### Problem description
All of the listing should be output exactly, apart from the pictures.

### Dataset records

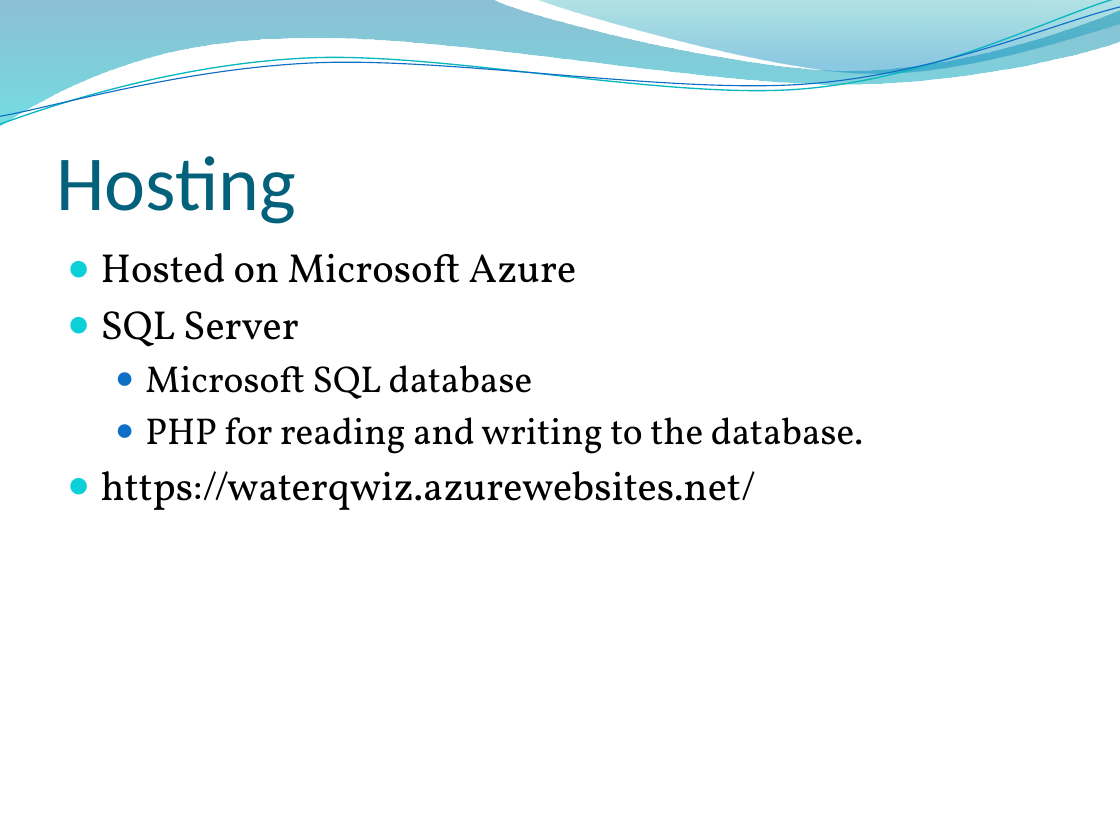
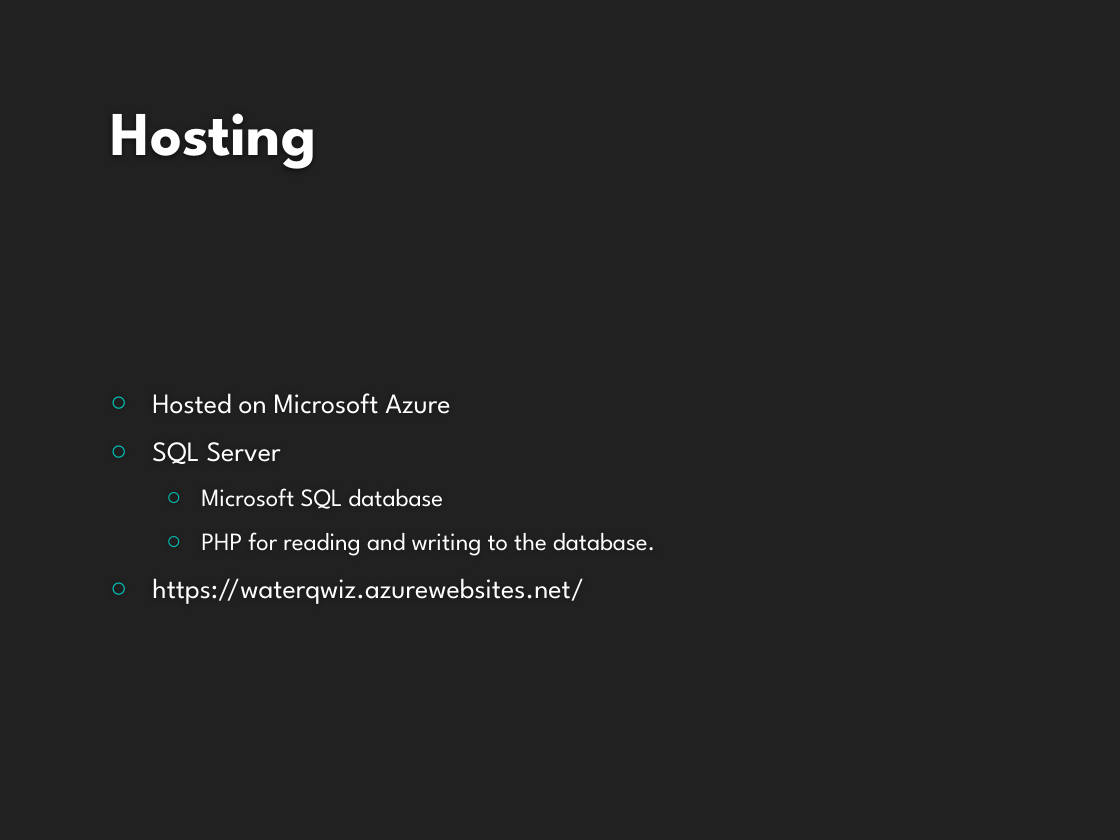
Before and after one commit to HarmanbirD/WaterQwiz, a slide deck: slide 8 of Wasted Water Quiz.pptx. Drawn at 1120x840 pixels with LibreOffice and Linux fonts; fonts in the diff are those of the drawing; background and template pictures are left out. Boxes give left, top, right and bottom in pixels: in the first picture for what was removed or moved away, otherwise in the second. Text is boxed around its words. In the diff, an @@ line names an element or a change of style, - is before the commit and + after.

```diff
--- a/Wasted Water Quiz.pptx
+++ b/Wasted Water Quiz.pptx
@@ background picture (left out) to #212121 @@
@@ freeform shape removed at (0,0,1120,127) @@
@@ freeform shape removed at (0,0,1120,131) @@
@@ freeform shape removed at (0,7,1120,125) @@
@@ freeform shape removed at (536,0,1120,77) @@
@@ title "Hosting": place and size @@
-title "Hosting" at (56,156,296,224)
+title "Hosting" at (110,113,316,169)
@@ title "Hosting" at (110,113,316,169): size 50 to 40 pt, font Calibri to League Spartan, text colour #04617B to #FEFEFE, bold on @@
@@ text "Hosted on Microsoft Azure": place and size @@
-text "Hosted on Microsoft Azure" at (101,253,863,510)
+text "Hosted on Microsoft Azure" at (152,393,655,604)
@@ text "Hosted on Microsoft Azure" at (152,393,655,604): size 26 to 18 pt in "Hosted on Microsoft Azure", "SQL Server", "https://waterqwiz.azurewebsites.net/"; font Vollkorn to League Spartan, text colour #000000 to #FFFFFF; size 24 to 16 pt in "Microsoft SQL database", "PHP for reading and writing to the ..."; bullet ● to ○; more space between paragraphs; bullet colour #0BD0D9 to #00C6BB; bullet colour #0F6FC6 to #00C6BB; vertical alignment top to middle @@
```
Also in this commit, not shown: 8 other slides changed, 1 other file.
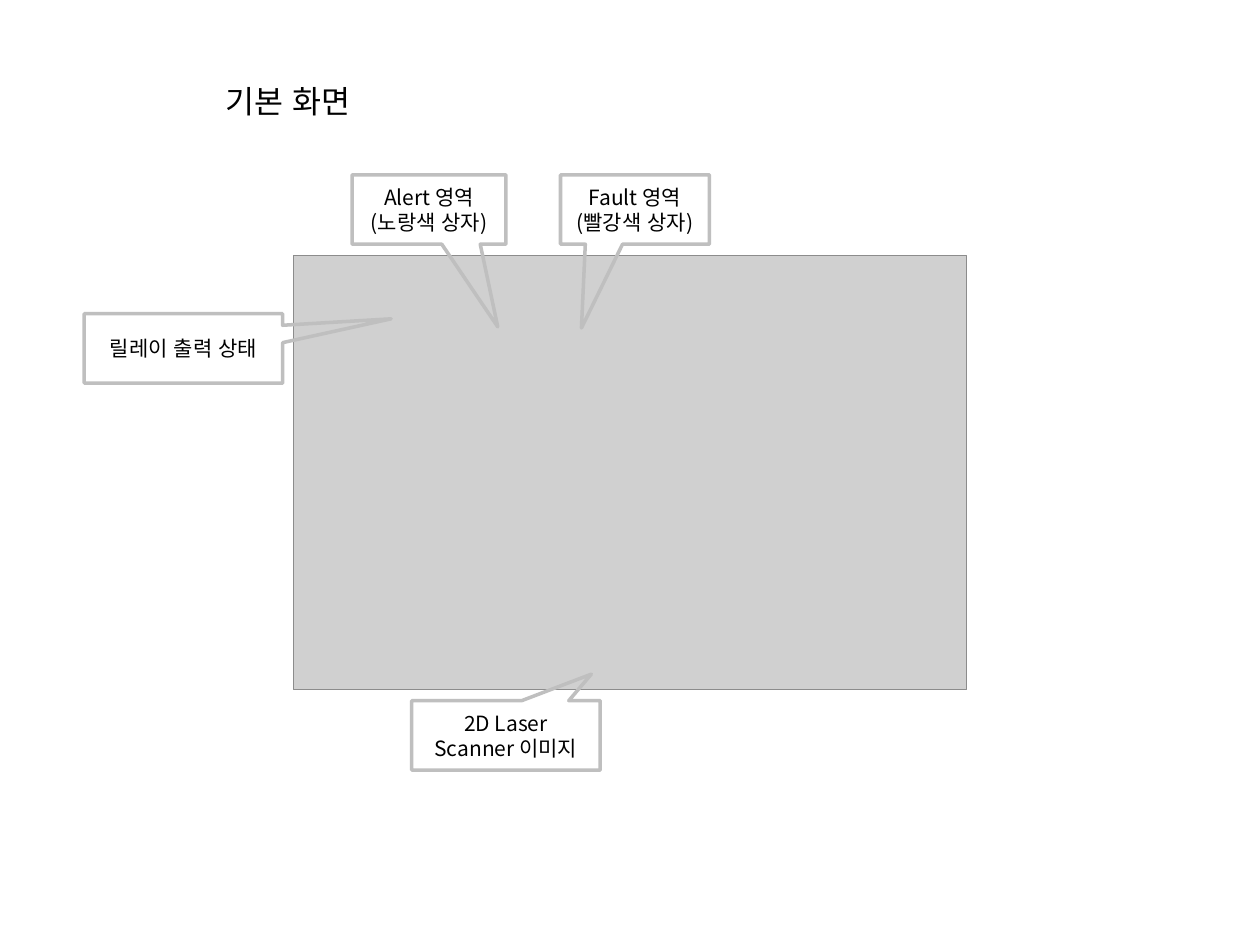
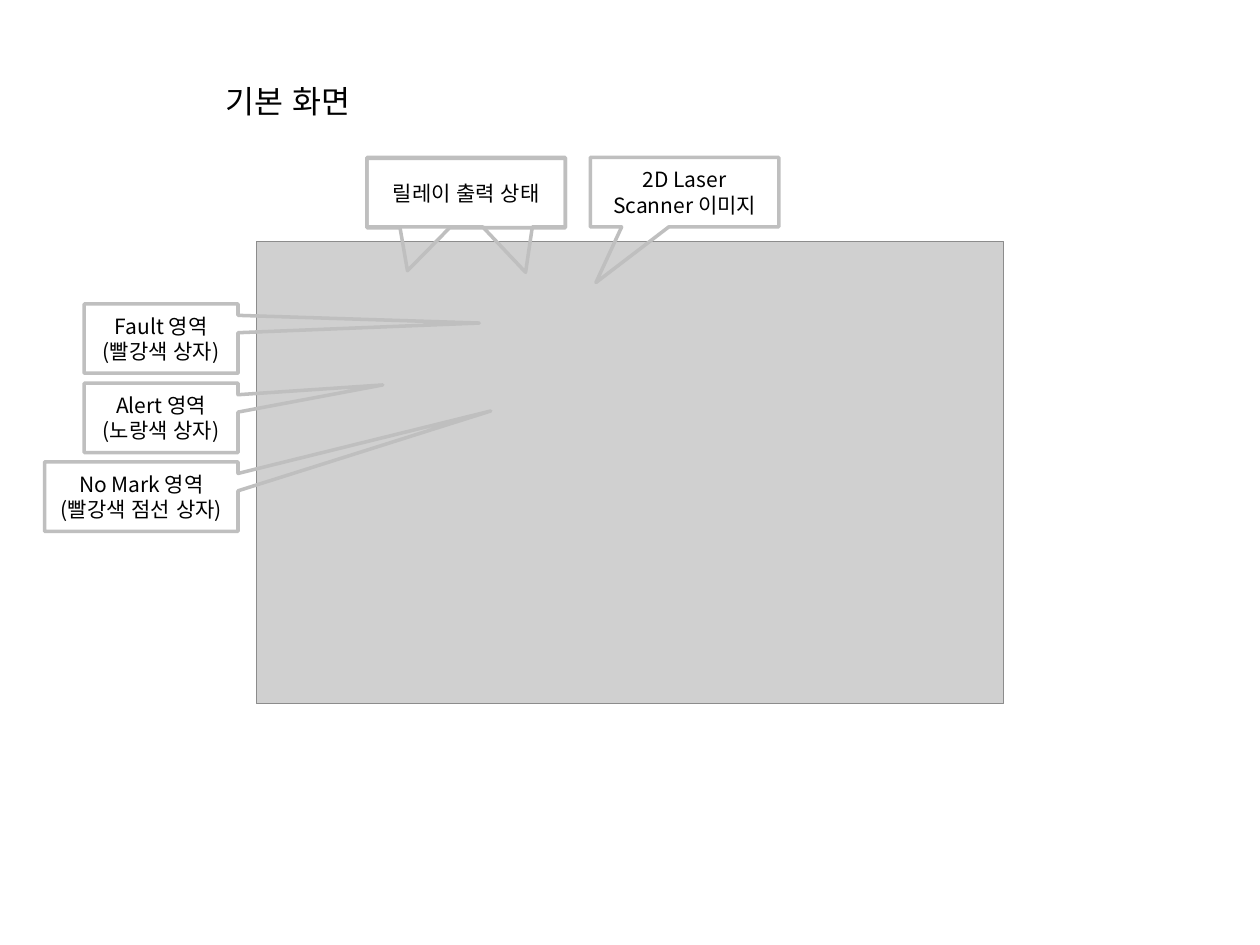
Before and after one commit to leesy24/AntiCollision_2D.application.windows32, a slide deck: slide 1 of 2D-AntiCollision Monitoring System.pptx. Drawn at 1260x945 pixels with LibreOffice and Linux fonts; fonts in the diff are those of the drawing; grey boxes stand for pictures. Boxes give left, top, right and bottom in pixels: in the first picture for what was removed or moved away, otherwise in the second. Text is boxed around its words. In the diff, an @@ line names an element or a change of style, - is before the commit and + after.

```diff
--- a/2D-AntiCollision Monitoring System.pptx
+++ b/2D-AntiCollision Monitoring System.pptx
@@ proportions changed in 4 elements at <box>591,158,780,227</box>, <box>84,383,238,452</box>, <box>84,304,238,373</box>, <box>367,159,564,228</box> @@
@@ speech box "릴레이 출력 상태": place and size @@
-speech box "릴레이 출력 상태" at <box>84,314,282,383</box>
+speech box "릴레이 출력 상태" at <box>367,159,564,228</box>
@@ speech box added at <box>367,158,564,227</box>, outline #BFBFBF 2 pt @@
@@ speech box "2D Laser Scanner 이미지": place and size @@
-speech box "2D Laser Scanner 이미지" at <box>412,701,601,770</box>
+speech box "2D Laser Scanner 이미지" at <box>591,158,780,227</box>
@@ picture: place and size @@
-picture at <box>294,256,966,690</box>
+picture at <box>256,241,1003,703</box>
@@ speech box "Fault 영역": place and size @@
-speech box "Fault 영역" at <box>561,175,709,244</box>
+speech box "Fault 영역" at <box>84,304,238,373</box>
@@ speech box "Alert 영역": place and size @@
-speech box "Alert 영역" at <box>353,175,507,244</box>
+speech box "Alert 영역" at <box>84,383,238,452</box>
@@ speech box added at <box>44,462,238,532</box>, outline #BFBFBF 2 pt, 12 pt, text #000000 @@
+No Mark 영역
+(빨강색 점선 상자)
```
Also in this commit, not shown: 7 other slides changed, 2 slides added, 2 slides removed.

### Solution
Before and after one commit to HarmanbirD/WaterQwiz, a slide deck: slide 8 of Wasted Water Quiz.pptx. Drawn at 1120x840 pixels with LibreOffice and Linux fonts; fonts in the diff are those of the drawing; background and template pictures are left out. Boxes give left, top, right and bottom in pixels: in the first picture for what was removed or moved away, otherwise in the second. Text is boxed around its words. In the diff, an @@ line names an element or a change of style, - is before the commit and + after.

```diff
--- a/Wasted Water Quiz.pptx
+++ b/Wasted Water Quiz.pptx
@@ background picture (left out) to #212121 @@
@@ freeform shape removed at (0,0,1120,127) @@
@@ freeform shape removed at (0,0,1120,131) @@
@@ freeform shape removed at (0,7,1120,125) @@
@@ freeform shape removed at (536,0,1120,77) @@
@@ title "Hosting": place and size @@
-title "Hosting" at (56,156,296,224)
+title "Hosting" at (110,113,316,169)
@@ title "Hosting" at (110,113,316,169): size 50 to 40 pt, font Calibri to League Spartan, text colour #04617B to #FEFEFE, bold on @@
@@ text "Hosted on Microsoft Azure": place and size @@
-text "Hosted on Microsoft Azure" at (101,253,863,510)
+text "Hosted on Microsoft Azure" at (152,393,655,604)
@@ text "Hosted on Microsoft Azure" at (152,393,655,604): size 26 to 18 pt in "Hosted on Microsoft Azure", "SQL Server", "https://waterqwiz.azurewebsites.net/"; font Vollkorn to League Spartan, text colour #000000 to #FFFFFF; size 24 to 16 pt in "Microsoft SQL database", "PHP for reading and writing to the ..."; bullet ● to ○; more space between paragraphs; bullet colour #0BD0D9 to #00C6BB; bullet colour #0F6FC6 to #00C6BB; vertical alignment top to middle @@
```
Also in this commit, not shown: 8 other slides changed, 1 other file.
Before and after one commit to leesy24/AntiCollision_2D.application.windows32, a slide deck: slide 1 of 2D-AntiCollision Monitoring System.pptx. Drawn at 1260x945 pixels with LibreOffice and Linux fonts; fonts in the diff are those of the drawing; grey boxes stand for pictures. Boxes give left, top, right and bottom in pixels: in the first picture for what was removed or moved away, otherwise in the second. Text is boxed around its words. In the diff, an @@ line names an element or a change of style, - is before the commit and + after.

```diff
--- a/2D-AntiCollision Monitoring System.pptx
+++ b/2D-AntiCollision Monitoring System.pptx
@@ proportions changed in 4 elements at <box>591,158,780,227</box>, <box>84,383,238,452</box>, <box>84,304,238,373</box>, <box>367,159,564,228</box> @@
@@ speech box "릴레이 출력 상태": place and size @@
-speech box "릴레이 출력 상태" at <box>84,314,282,383</box>
+speech box "릴레이 출력 상태" at <box>367,159,564,228</box>
@@ speech box added at <box>367,158,564,227</box>, outline #BFBFBF 2 pt @@
@@ speech box "2D Laser Scanner 이미지": place and size @@
-speech box "2D Laser Scanner 이미지" at <box>412,701,601,770</box>
+speech box "2D Laser Scanner 이미지" at <box>591,158,780,227</box>
@@ picture: place and size @@
-picture at <box>294,256,966,690</box>
+picture at <box>256,241,1003,703</box>
@@ speech box "Fault 영역": place and size @@
-speech box "Fault 영역" at <box>561,175,709,244</box>
+speech box "Fault 영역" at <box>84,304,238,373</box>
@@ speech box "Alert 영역": place and size @@
-speech box "Alert 영역" at <box>353,175,507,244</box>
+speech box "Alert 영역" at <box>84,383,238,452</box>
@@ speech box added at <box>44,462,238,532</box>, outline #BFBFBF 2 pt, 12 pt, text #000000 @@
+No Mark 영역
+(빨강색 점선 상자)
```
Also in this commit, not shown: 7 other slides changed, 2 slides added, 2 slides removed.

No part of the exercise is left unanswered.